- Work request -
The expected output is every record below, transcribed exactly, with the pictures left out.

Extracted data entries
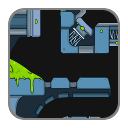
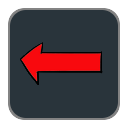
Layers edited between the first and the second 128x128 image:
added layer "backbtn.png" above "level7_1_0.png" over [left=10, top=10, right=118, bottom=118]
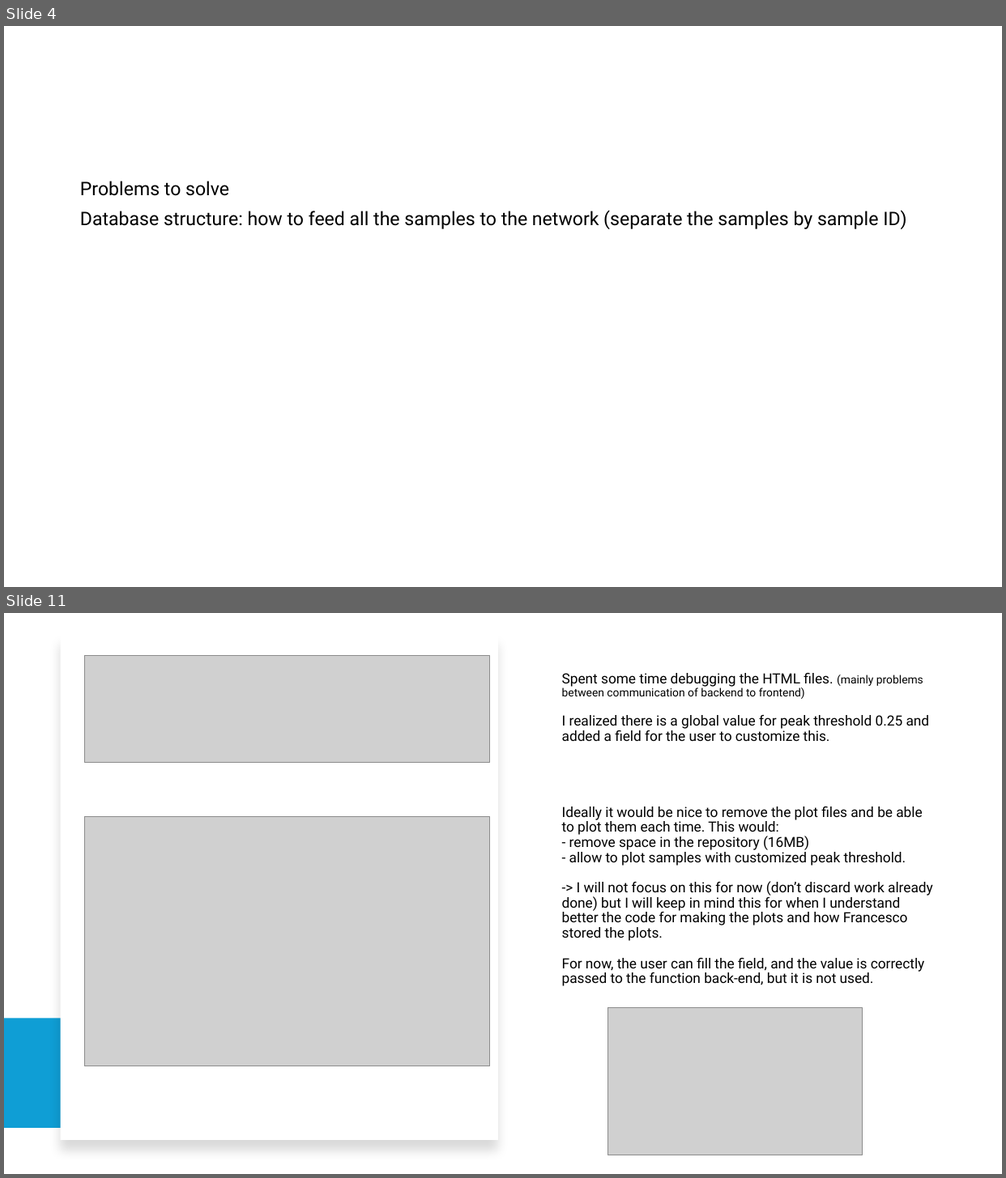
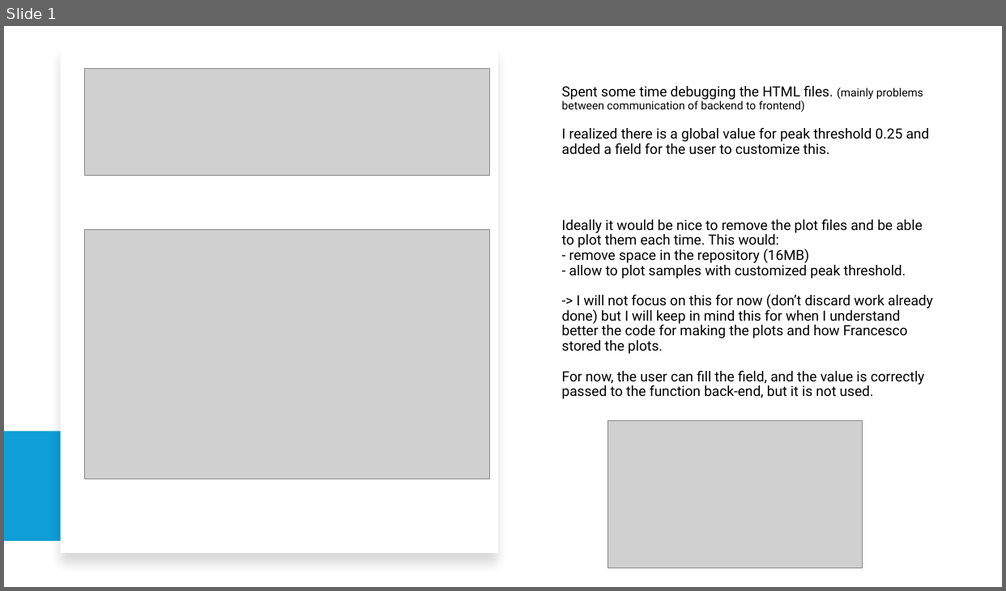
Before and after one commit to blichub/temp_raman_personal, a slide deck: raman_week7.pptx. Shown one above the other, each under a label of ours: slides 4 and 11 before the commit, slide 1 after it; the slides between them are not shown. The pictures are 1006x1178 and 1006x591 pixels, drawn with LibreOffice and Linux fonts; fonts in the diff are those of the drawing; grey boxes stand for pictures. Boxes give left, top, right and bottom in pixels: in the first picture for what was removed or moved away, otherwise in the second. Text is boxed around its words. In the diff, an @@ line names an element or a change of style, - is before the commit and + after.

```diff
--- a/raman_week7.pptx
+++ b/raman_week7.pptx
@@ slide 4 removed at bbox=[4, 26, 1002, 587], background #FFFFFF @@
@@ text removed at bbox=[80, 181, 906, 229] @@
-Problems to solve
-Database structure: how to feed all the samples to the network (separate the samples by sample ID)
@@ what was slide 11 is now slide 1 @@
```
Also in this commit, not shown: 9 other slides removed, 6 other files.

- Written solution -
Layers edited between the first and the second 128x128 image:
added layer "backbtn.png" above "level7_1_0.png" over [left=10, top=10, right=118, bottom=118]
Before and after one commit to blichub/temp_raman_personal, a slide deck: raman_week7.pptx. Shown one above the other, each under a label of ours: slides 4 and 11 before the commit, slide 1 after it; the slides between them are not shown. The pictures are 1006x1178 and 1006x591 pixels, drawn with LibreOffice and Linux fonts; fonts in the diff are those of the drawing; grey boxes stand for pictures. Boxes give left, top, right and bottom in pixels: in the first picture for what was removed or moved away, otherwise in the second. Text is boxed around its words. In the diff, an @@ line names an element or a change of style, - is before the commit and + after.

```diff
--- a/raman_week7.pptx
+++ b/raman_week7.pptx
@@ slide 4 removed at bbox=[4, 26, 1002, 587], background #FFFFFF @@
@@ text removed at bbox=[80, 181, 906, 229] @@
-Problems to solve
-Database structure: how to feed all the samples to the network (separate the samples by sample ID)
@@ what was slide 11 is now slide 1 @@
```
Also in this commit, not shown: 9 other slides removed, 6 other files.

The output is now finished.